Training configuration
The training was performed with an at least 12GB-memory GPU.
Actual Model Input: 736 x 480 x 3
Input and output formats
Input: 3 channel video frames
Output: 2 channels: Label 1: tools; Label 0: everything else
Scores
This model achieves the following IoU score on the test dataset (our own split from the first batch data):
Mean IoU = 0.87
commands example
Execute training:
python -m monai.bundle run training --meta_file configs/metadata.json --config_file configs/train.json --logging_file configs/logging.conf
Override the train config to execute evaluation with the trained model:
python -m monai.bundle run evaluating --meta_file configs/metadata.json --config_file "['configs/train.json','configs/evaluate.json']" --logging_file configs/logging.conf
Execute inference:
python -m monai.bundle run evaluating --meta_file configs/metadata.json --config_file configs/inference.json --logging_file configs/logging.conf
Export checkpoint to TorchScript file:
python -m monai.bundle ckpt_export network_def --filepath models/model.ts --ckpt_file models/model.pt --meta_file configs/metadata.json --config_file configs/inference.json
Export checkpoint to onnx file, which has been tested on pytorch 1.12.0:
python scripts/export_to_onnx.py --model models/model.pt --outpath models/model.onnx
Export TorchScript file to a torchscript module targeting a TensorRT engine with float16 precision.
torchtrtc -p f16 models/model.ts models/model_trt.ts "[(1,3,736,480);(4,3,736,480);(8,3,736,480)]"
The last parameter is the dynamic input shape in which each parameter means "[(MIN_BATCH, MIN_CHANNEL, MIN_WIDTH, MIN_HEIGHT), (OPT_BATCH, .., ..., OPT_HEIGHT), (MAX_BATCH, .., ..., MAX_HEIGHT)]". Please notice if using docker, the TensorRT CUDA must match the environment CUDA and the Torch-TensorRT c++&python version must be installed. For more examples on how to use the Torch-TensorRT, you can go to this link. The github source code link here shows the detail about how to install it on your own environment.

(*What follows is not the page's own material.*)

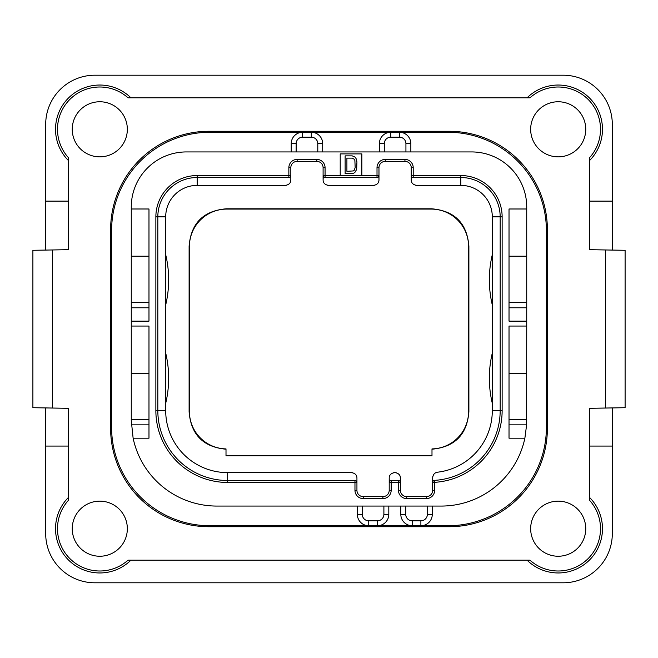 <?xml version="1.0" encoding="UTF-8"?>
<svg xmlns="http://www.w3.org/2000/svg" width="658" height="658" viewBox="0 0 658 658"><rect width="100%" height="100%" fill="white"/><g stroke="black" fill="none" stroke-linecap="round" stroke-linejoin="round"><path stroke-width="0.99" d="M625.1 250.303L589.683 249.686L589.683 157.558A42.301 42.301 0 0 0 588.12 99.391A42.301 42.301 0 0 0 529.953 97.828L128.047 97.828A42.301 42.301 0 0 0 69.88 99.391A42.301 42.301 0 0 0 68.317 157.558L68.317 249.686L52.574 249.958L52.574 408.042L68.317 408.314L68.317 500.442A42.301 42.301 0 0 0 69.88 558.609A42.301 42.301 0 0 0 128.047 560.172L529.953 560.172A42.301 42.301 0 0 0 588.12 558.609A42.301 42.301 0 0 0 589.683 500.442L589.683 408.314L625.1 407.697L625.1 250.303L625.1 407.697M45.69 407.919L45.69 533.613A49.185 49.185 0 0 0 94.875 582.799L563.125 582.799A49.185 49.185 0 0 0 612.31 533.613L612.31 407.919M52.574 408.042L32.9 407.697L32.9 250.303L52.574 249.958M612.31 250.081L612.31 124.387A49.185 49.185 0 0 0 563.125 75.201L94.875 75.201A49.185 49.185 0 0 0 45.69 124.387L45.69 250.081M547.382 229.642L547.382 428.358A98.371 98.371 0 0 1 449.011 526.729L208.989 526.729A98.371 98.371 0 0 1 110.618 428.358L110.618 229.642A98.371 98.371 0 0 1 208.989 131.271L449.011 131.271A98.371 98.371 0 0 1 547.382 229.642M585.752 129.305A27.546 27.546 0 0 0 558.206 101.76A27.546 27.546 0 0 0 530.661 129.305A27.546 27.546 0 0 0 558.206 156.851A27.546 27.546 0 0 0 585.752 129.305M585.752 528.695A27.546 27.546 0 0 0 558.206 501.149A27.546 27.546 0 0 0 530.661 528.695A27.546 27.546 0 0 0 558.206 556.24A27.546 27.546 0 0 0 585.752 528.695M127.339 528.695A27.546 27.546 0 0 0 99.794 501.149A27.546 27.546 0 0 0 72.248 528.695A27.546 27.546 0 0 0 99.794 556.24A27.546 27.546 0 0 0 127.339 528.695M127.339 129.305A27.546 27.546 0 0 0 99.794 101.76A27.546 27.546 0 0 0 72.248 129.305A27.546 27.546 0 0 0 99.794 156.851A27.546 27.546 0 0 0 127.339 129.305M527.083 97.828A44.267 44.267 0 0 1 589.51 98.001A44.267 44.267 0 0 1 589.683 160.429M68.317 160.429A44.267 44.267 0 0 1 68.49 98.001A44.267 44.267 0 0 1 130.917 97.828M68.317 201.118L45.69 201.118M589.683 201.118L612.31 201.118M589.683 497.571A44.267 44.267 0 0 1 589.51 559.999A44.267 44.267 0 0 1 527.083 560.172M589.683 446.066L612.31 446.066M45.69 446.066L68.317 446.066M130.917 560.172A44.267 44.267 0 0 1 68.49 559.999A44.267 44.267 0 0 1 68.317 497.571M32.9 250.303L32.9 407.697M357.335 506.068L357.335 514.334A11.408 11.408 0 0 0 368.743 525.742L209.968 525.742A98.371 98.371 0 0 1 111.597 427.371L111.597 230.629A98.371 98.371 0 0 1 209.968 132.258L302.639 132.258A11.408 11.408 0 0 0 291.223 143.666L291.223 151.932M410.847 151.932L410.847 143.666A11.408 11.408 0 0 0 399.431 132.258L448.032 132.258A98.371 98.371 0 0 1 546.403 230.629L546.403 427.371A98.371 98.371 0 0 1 448.032 525.742L420.881 525.742A11.408 11.408 0 0 0 432.29 514.334L432.29 506.068M405.928 151.932L405.928 143.666A6.49 6.49 0 0 0 399.431 137.177L399.431 132.258L448.032 132.258M526.696 422.954A85.581 85.581 0 0 1 526.614 424.846L524.878 438.195L509.021 438.195L509.021 326.047L526.729 326.047L526.729 321.129L509.021 321.129L509.021 208.989L526.729 208.989L526.729 207.015A55.091 55.091 0 0 0 471.638 151.932L186.362 151.932A55.091 55.091 0 0 0 131.271 207.015L131.271 208.989L148.979 208.989L148.979 321.129L131.271 321.129L131.271 326.047L148.979 326.047L148.979 438.195L133.122 438.195A85.581 85.581 0 0 0 216.852 506.068L441.148 506.068A85.581 85.581 0 0 0 524.878 438.195M399.431 132.258L390.778 132.258A11.408 11.408 0 0 0 379.37 143.666L379.37 151.932M526.729 326.047L526.614 424.846L509.021 424.846M361.859 175.538L361.859 153.898L340.211 153.898L340.211 175.538L378.975 175.538L378.975 167.667A6.292 6.292 0 0 1 385.267 161.374L404.941 161.374A6.292 6.292 0 0 1 411.242 167.667L411.242 175.538L460.822 175.538A41.314 41.314 0 0 1 502.136 216.852L502.136 410.65A71.812 71.812 0 0 1 434.65 482.33L432.684 482.33L432.684 490.333A6.292 6.292 0 0 1 426.392 496.625L406.718 496.625A6.292 6.292 0 0 1 400.418 490.333L400.418 482.462L389.207 482.462L389.207 490.333A6.292 6.292 0 0 1 382.907 496.625L363.232 496.625A6.292 6.292 0 0 1 356.94 490.333L356.94 482.462L227.676 482.462A71.812 71.812 0 0 1 155.864 410.65L155.864 216.852A41.314 41.314 0 0 1 197.178 175.538L290.828 175.538L290.828 167.667A6.292 6.292 0 0 1 297.128 161.374L316.802 161.374A6.292 6.292 0 0 1 323.094 167.667L323.094 175.538L340.211 175.538M526.729 419.5L509.021 419.5M526.729 208.989L526.729 321.129M526.729 373.267L509.021 373.267M526.729 302.441L509.021 302.441M526.729 256.209L509.021 256.209M400.812 506.068L400.812 514.334A11.408 11.408 0 0 0 412.221 525.742L420.881 525.742L420.881 520.823A6.49 6.49 0 0 0 427.371 514.334L427.371 506.068M362.254 506.068L362.254 514.334A6.49 6.49 0 0 0 368.743 520.823L368.743 525.742L377.396 525.742A11.408 11.408 0 0 0 388.812 514.334L388.812 506.068M405.731 506.068L405.731 514.334A6.49 6.49 0 0 0 412.221 520.823L412.221 525.742L377.396 525.742A11.408 11.408 0 0 0 388.812 514.334L383.894 514.334L383.894 506.068M209.968 132.258L302.639 132.258A11.408 11.408 0 0 0 291.223 143.666L296.141 143.666L296.141 151.932M322.708 151.932L322.708 143.666A11.408 11.408 0 0 0 311.292 132.258L390.778 132.258L390.778 137.177A6.49 6.49 0 0 0 384.288 143.666L384.288 151.932M317.789 151.932L317.789 143.666A6.49 6.49 0 0 0 311.292 137.177L311.292 132.258L302.639 132.258L302.639 137.177A6.49 6.49 0 0 0 296.141 143.666M148.979 307.788L131.271 307.788L131.271 208.989M131.271 307.788L131.271 321.129M133.122 438.195L131.271 420.487L131.271 326.047M148.979 419.5L131.271 419.5M131.271 373.267L148.979 373.267M131.271 256.209L148.979 256.209M148.979 302.441L131.271 302.441M289.364 177.438L288.862 177.504L288.862 167.667A8.266 8.266 0 0 1 297.128 159.409L316.802 159.409A8.266 8.266 0 0 1 325.068 167.667L325.068 177.504L377.009 177.504L377.009 167.667A8.266 8.266 0 0 1 385.267 159.409L404.941 159.409A8.266 8.266 0 0 1 413.208 167.667L413.208 177.504L460.822 177.504A39.348 39.348 0 0 1 500.17 216.852L500.17 410.65A69.847 69.847 0 0 1 434.535 480.365L434.65 490.333A8.266 8.266 0 0 1 426.392 498.591L406.718 498.591A8.266 8.266 0 0 1 398.452 490.333L398.452 480.496L391.173 480.496L391.173 490.333A8.266 8.266 0 0 1 382.907 498.591L363.232 498.591A8.266 8.266 0 0 1 354.966 490.333L354.966 480.496A1.966 1.966 0 0 1 356.94 482.462L356.94 478.136C356.924 475.01 355.09 473.168 351.43 472.625L227.676 472.625A61.975 61.975 0 0 1 165.701 410.65L165.701 216.852L165.701 410.65L157.83 410.65L157.83 216.852A39.348 39.348 0 0 1 197.178 177.504L288.862 177.504A1.966 1.966 0 0 0 290.828 175.538L290.688 176.278M355.468 480.562L227.676 480.496A69.847 69.847 0 0 1 157.83 410.65L155.864 410.65M324.567 177.438L325.068 177.504A1.966 1.966 0 0 1 323.094 175.538L323.094 179.864L323.243 176.278M377.511 177.438L377.009 177.504A1.966 1.966 0 0 0 378.975 175.538L378.827 176.278M412.706 177.438L413.208 177.504A1.966 1.966 0 0 1 411.242 175.538L411.242 179.864L411.382 176.278M433.836 480.537L434.535 480.365A1.966 1.966 0 0 0 432.684 482.33L432.758 481.804M398.954 480.562L398.452 480.496A1.966 1.966 0 0 1 400.418 482.462L400.418 478.136C400.401 475.01 398.567 473.168 394.907 472.625L394.71 472.625C391.058 473.168 389.215 475.01 389.207 478.136L389.347 481.722M390.671 480.562L391.173 480.496A1.966 1.966 0 0 0 389.207 482.462L389.207 478.136M356.792 481.722L356.94 482.462M354.966 480.496L227.676 480.496L227.676 482.462M290.828 175.538L290.828 179.864C290.82 182.99 288.977 184.832 285.325 185.375L197.178 185.375L197.178 175.538M378.975 175.538L378.975 179.864C378.959 182.99 377.124 184.832 373.464 185.375L328.605 185.375C324.945 184.832 323.111 182.99 323.094 179.864M432.832 481.574L433.235 480.965M432.684 482.33L432.684 477.675L432.684 482.33M400.278 481.722L400.418 482.462M352.186 472.674A5.511 5.511 0 0 1 352.836 472.806M354.794 473.768A5.511 5.511 0 0 1 355.517 474.434M356.537 476.063A5.511 5.511 0 0 1 356.825 477.034M290.721 180.966A5.511 5.511 0 0 1 290.433 181.937M289.405 183.566A5.511 5.511 0 0 1 288.689 184.232M286.732 185.194A5.511 5.511 0 0 1 286.082 185.326M327.849 185.326A5.511 5.511 0 0 1 327.199 185.194M325.241 184.232A5.511 5.511 0 0 1 324.517 183.566M323.497 181.937A5.511 5.511 0 0 1 323.21 180.966M378.86 180.966A5.511 5.511 0 0 1 378.572 181.937M377.552 183.566A5.511 5.511 0 0 1 376.828 184.232M374.871 185.194A5.511 5.511 0 0 1 374.221 185.326M415.988 185.326A5.511 5.511 0 0 1 415.346 185.194M413.38 184.232A5.511 5.511 0 0 1 412.665 183.566M411.645 181.937A5.511 5.511 0 0 1 411.349 180.966M432.775 476.68A5.511 5.511 0 0 1 432.882 476.211M433.416 474.936A5.511 5.511 0 0 1 434.206 473.867M434.403 473.67A5.511 5.511 0 0 1 434.815 473.316M435.209 473.036A5.511 5.511 0 0 1 437.554 472.197C434.716 472.6 433.096 474.426 432.684 477.675M395.664 472.674A5.511 5.511 0 0 1 396.313 472.806M398.271 473.768A5.511 5.511 0 0 1 398.995 474.434M400.015 476.063A5.511 5.511 0 0 1 400.311 477.034M389.314 477.034A5.511 5.511 0 0 1 389.61 476.063M390.63 474.434A5.511 5.511 0 0 1 391.346 473.768M393.311 472.806A5.511 5.511 0 0 1 393.953 472.674M431.993 455.805L226.007 455.805L226.007 448.904A37.383 37.383 0 0 1 189.414 411.538L189.414 246.462A37.383 37.383 0 0 1 226.788 209.088L431.212 209.088A37.383 37.383 0 0 1 468.586 246.462L468.586 411.538A37.383 37.383 0 0 1 431.993 448.904L431.993 455.805M431.993 449.208C454.752 447.078 467.048 434.617 468.891 411.834L468.586 411.538M226.007 449.208C203.248 447.078 190.952 434.617 189.109 411.834L189.109 246.166C191.009 223.144 203.47 210.683 226.492 208.783L431.508 208.783C454.53 210.683 466.991 223.144 468.891 246.166L468.891 411.834M165.701 304.917A108.208 108.208 0 0 0 165.701 254.712M165.701 403.288A108.208 108.208 0 0 0 165.701 353.083M155.864 216.852L165.701 216.852A31.477 31.477 0 0 1 197.178 185.375M411.242 179.864C411.258 182.99 413.092 184.832 416.744 185.375L460.822 185.375A31.477 31.477 0 0 1 492.299 216.852L492.299 410.65A61.975 61.975 0 0 1 437.554 472.197M492.299 403.288A108.208 108.208 0 0 1 492.299 353.083L492.299 373.826M492.299 304.917A108.208 108.208 0 0 1 492.299 254.712M353.691 173.194L354.876 172.445L356.644 169.427L356.94 161.893L356.052 158.504L354.876 156.999L352.219 155.864L345.129 155.864L345.129 173.572L353.691 173.194M346.906 158.126L352.219 158.126L354.284 159.252L354.876 160.387L355.164 167.543L354.284 170.183L353.395 170.932L346.906 171.31L346.906 158.126M605.426 249.958L605.426 408.042M405.928 143.666L410.847 143.666M399.431 137.177L390.778 137.177M384.288 143.666L379.37 143.666M526.729 307.788L509.021 307.788M427.371 514.334L432.29 514.334M412.221 520.823L420.881 520.823M405.731 514.334L400.812 514.334M362.254 514.334L357.335 514.334M368.743 520.823L377.396 520.823A6.49 6.49 0 0 0 383.894 514.334M377.396 520.823L377.396 525.742M317.789 143.666L322.708 143.666M311.292 137.177L302.639 137.177M148.979 424.846L131.386 424.846M354.966 490.333L356.94 490.333M288.862 167.667L290.828 167.667M297.128 159.409L297.128 161.374M316.802 159.409L316.802 161.374M325.068 167.667L323.094 167.667M377.009 167.667L378.975 167.667M385.267 159.409L385.267 161.374M404.941 159.409L404.941 161.374M413.208 167.667L411.242 167.667M460.822 175.538L460.822 185.375M502.136 216.852L492.299 216.852M502.136 410.65L492.299 410.65M434.65 490.333L432.684 490.333M426.392 498.591L426.392 496.625M406.718 498.591L406.718 496.625M398.452 490.333L400.418 490.333M391.173 490.333L389.207 490.333M382.907 498.591L382.907 496.625M363.232 498.591L363.232 496.625M227.676 472.625L227.676 480.496"/></g></svg>

Export TensorRT float16 model from the onnx model:
polygraphy surgeon sanitize --fold-constants models/model.onnx -o models/new_model.onnx
trtexec --onnx=models/new_model.onnx --saveEngine=models/model.trt --fp16 --minShapes=INPUT__0:1x3x736x480 --optShapes=INPUT__0:4x3x736x480 --maxShapes=INPUT__0:8x3x736x480 --shapes=INPUT__0:4x3x736x480
This command need TensorRT with correct CUDA installed in the environment. For the detail of installing TensorRT, please refer to this link. In addition, there are padding operations in this FlexibleUNet structure that not support by TensorRT. Therefore, when tried to convert the onnx model to a TensorRT engine, an extra polygraphy command is needed to execute.
References
[1] Tan, M. and Le, Q. V. Efficientnet: Rethinking model scaling for convolutional neural networks. ICML, 2019a. https://arxiv.org/pdf/1905.11946.pdf
[2] O. Ronneberger, P. Fischer, and T. Brox. U-net: Convolutional networks for biomedical image segmentation. In International Conference on Medical image computing and computer-assisted intervention, pages 234–241. Springer, 2015. https://arxiv.org/pdf/1505.04597.pdf
License
Copyright (c) MONAI Consortium
Licensed under the Apache License, Version 2.0 (the "License"); you may not use this file except in compliance with the License. You may obtain a copy of the License at
http://www.apache.org/licenses/LICENSE-2.0
Unless required by applicable law or agreed to in writing, software distributed under the License is distributed on an "AS IS" BASIS, WITHOUT WARRANTIES OR CONDITIONS OF ANY KIND, either express or implied. See the License for the specific language governing permissions and limitations under the License.